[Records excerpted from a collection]
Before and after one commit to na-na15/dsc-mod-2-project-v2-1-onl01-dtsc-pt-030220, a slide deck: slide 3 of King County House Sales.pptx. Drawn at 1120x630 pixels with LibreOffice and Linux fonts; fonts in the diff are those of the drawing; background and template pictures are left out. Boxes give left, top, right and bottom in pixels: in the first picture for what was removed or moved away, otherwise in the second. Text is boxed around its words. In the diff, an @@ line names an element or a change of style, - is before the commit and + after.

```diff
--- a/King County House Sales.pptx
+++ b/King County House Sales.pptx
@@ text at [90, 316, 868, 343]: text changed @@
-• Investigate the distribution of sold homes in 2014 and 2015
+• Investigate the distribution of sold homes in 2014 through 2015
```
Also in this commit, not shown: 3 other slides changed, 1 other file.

---

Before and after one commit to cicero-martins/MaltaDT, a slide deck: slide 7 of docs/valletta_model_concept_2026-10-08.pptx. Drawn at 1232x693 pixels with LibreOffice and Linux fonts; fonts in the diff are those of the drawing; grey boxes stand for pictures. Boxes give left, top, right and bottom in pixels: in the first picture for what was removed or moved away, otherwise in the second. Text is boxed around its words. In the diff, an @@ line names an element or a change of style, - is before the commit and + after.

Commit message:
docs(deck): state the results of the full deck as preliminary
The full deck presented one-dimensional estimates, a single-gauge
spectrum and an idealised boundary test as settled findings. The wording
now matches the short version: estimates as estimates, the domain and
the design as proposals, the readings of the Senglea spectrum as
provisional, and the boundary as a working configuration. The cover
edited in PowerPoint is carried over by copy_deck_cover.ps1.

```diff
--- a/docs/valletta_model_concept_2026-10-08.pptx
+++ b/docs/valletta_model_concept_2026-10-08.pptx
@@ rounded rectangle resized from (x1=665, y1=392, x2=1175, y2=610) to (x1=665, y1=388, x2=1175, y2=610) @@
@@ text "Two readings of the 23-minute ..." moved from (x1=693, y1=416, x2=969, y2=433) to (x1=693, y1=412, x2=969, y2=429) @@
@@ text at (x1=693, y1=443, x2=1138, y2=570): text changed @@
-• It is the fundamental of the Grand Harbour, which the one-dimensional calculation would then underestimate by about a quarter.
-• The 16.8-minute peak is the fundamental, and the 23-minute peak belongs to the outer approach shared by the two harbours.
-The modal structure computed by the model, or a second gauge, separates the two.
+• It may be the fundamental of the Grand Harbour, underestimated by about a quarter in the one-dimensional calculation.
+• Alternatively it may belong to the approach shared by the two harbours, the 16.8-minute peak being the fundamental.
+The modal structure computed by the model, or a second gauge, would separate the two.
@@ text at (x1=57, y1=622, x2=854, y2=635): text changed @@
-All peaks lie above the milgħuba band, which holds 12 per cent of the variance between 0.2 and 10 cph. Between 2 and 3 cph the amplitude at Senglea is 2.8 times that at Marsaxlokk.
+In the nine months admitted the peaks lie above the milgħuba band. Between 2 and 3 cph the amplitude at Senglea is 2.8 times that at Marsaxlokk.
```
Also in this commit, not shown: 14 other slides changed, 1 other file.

* * *

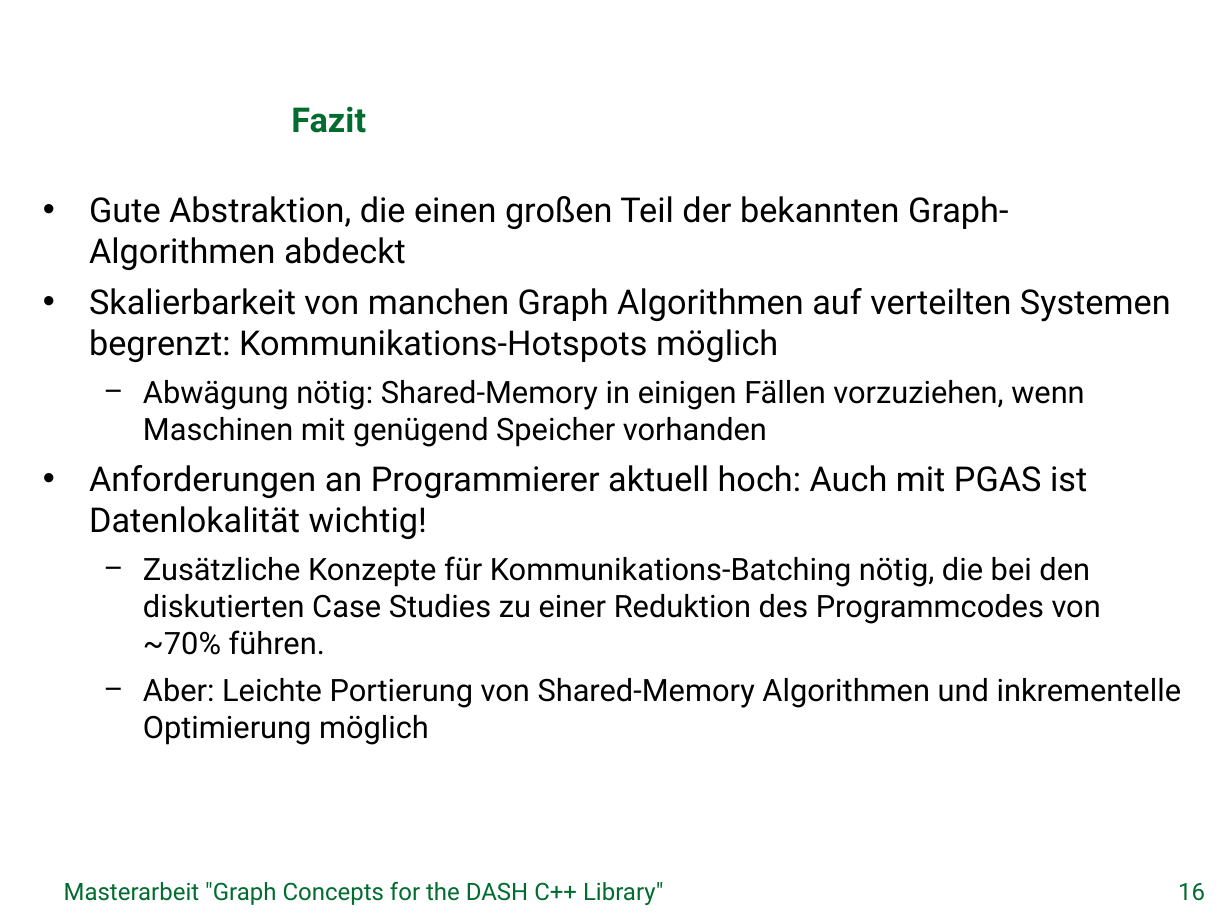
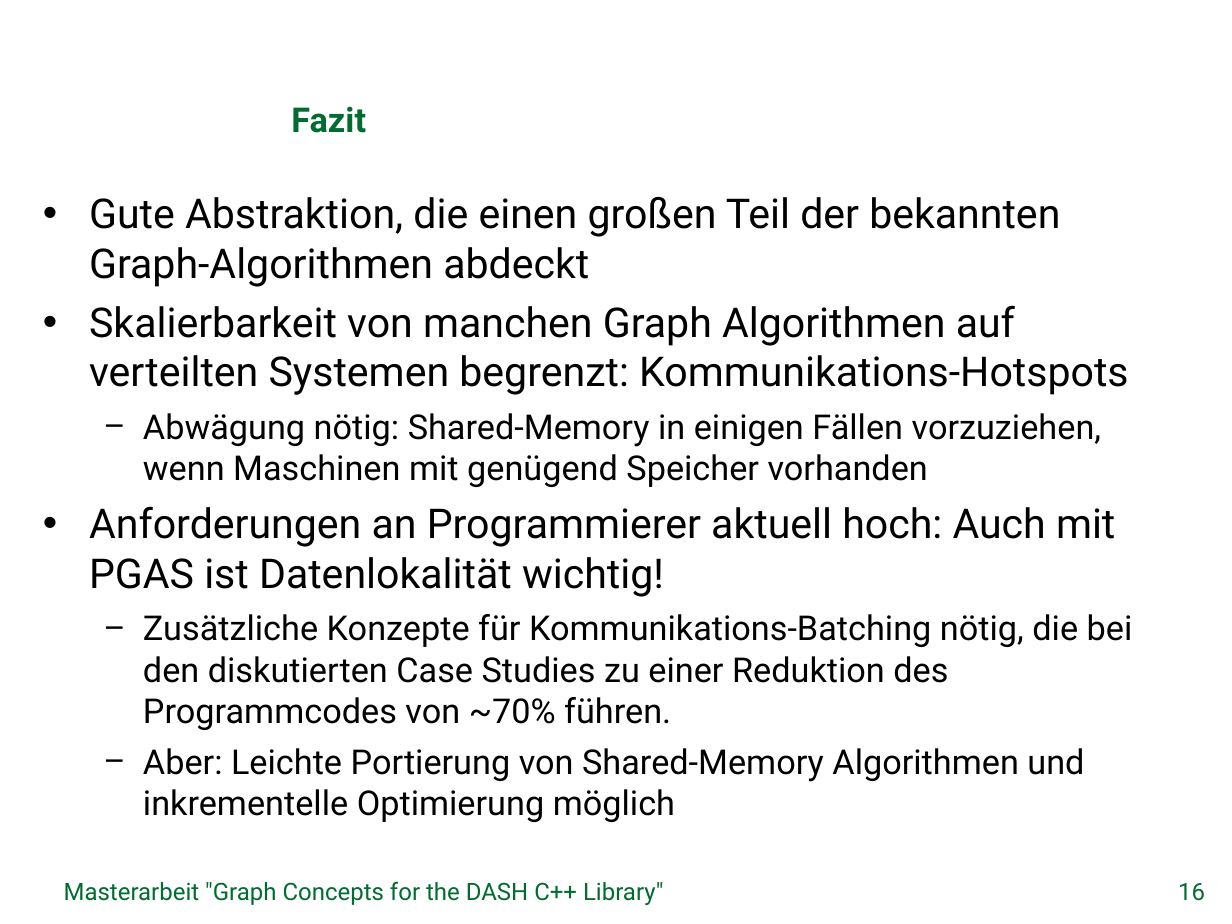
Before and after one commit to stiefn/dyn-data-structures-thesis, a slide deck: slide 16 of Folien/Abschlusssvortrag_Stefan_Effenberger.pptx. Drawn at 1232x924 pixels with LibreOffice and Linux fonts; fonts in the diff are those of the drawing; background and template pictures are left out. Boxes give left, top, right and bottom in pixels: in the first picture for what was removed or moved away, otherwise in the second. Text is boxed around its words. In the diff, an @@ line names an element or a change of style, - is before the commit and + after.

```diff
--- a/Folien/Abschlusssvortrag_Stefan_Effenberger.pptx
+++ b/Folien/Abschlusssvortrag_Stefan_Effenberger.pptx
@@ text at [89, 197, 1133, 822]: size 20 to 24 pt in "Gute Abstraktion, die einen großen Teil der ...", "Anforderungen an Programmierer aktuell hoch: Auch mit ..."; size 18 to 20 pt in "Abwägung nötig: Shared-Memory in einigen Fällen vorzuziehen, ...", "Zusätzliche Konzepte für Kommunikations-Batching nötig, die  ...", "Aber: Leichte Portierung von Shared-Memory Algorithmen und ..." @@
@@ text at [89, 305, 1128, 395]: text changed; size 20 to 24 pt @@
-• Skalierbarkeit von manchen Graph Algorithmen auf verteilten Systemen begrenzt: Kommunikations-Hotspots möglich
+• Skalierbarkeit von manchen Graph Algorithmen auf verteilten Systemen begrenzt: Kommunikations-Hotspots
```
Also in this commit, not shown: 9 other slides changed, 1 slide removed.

__EXERCISE PROMPT__. From the records given above, copy all lines containing "quarter".

__YOUR SOLUTION__.
-• It is the fundamental of the Grand Harbour, which the one-dimensional calculation would then underestimate by about a quarter.
+• It may be the fundamental of the Grand Harbour, underestimated by about a quarter in the one-dimensional calculation.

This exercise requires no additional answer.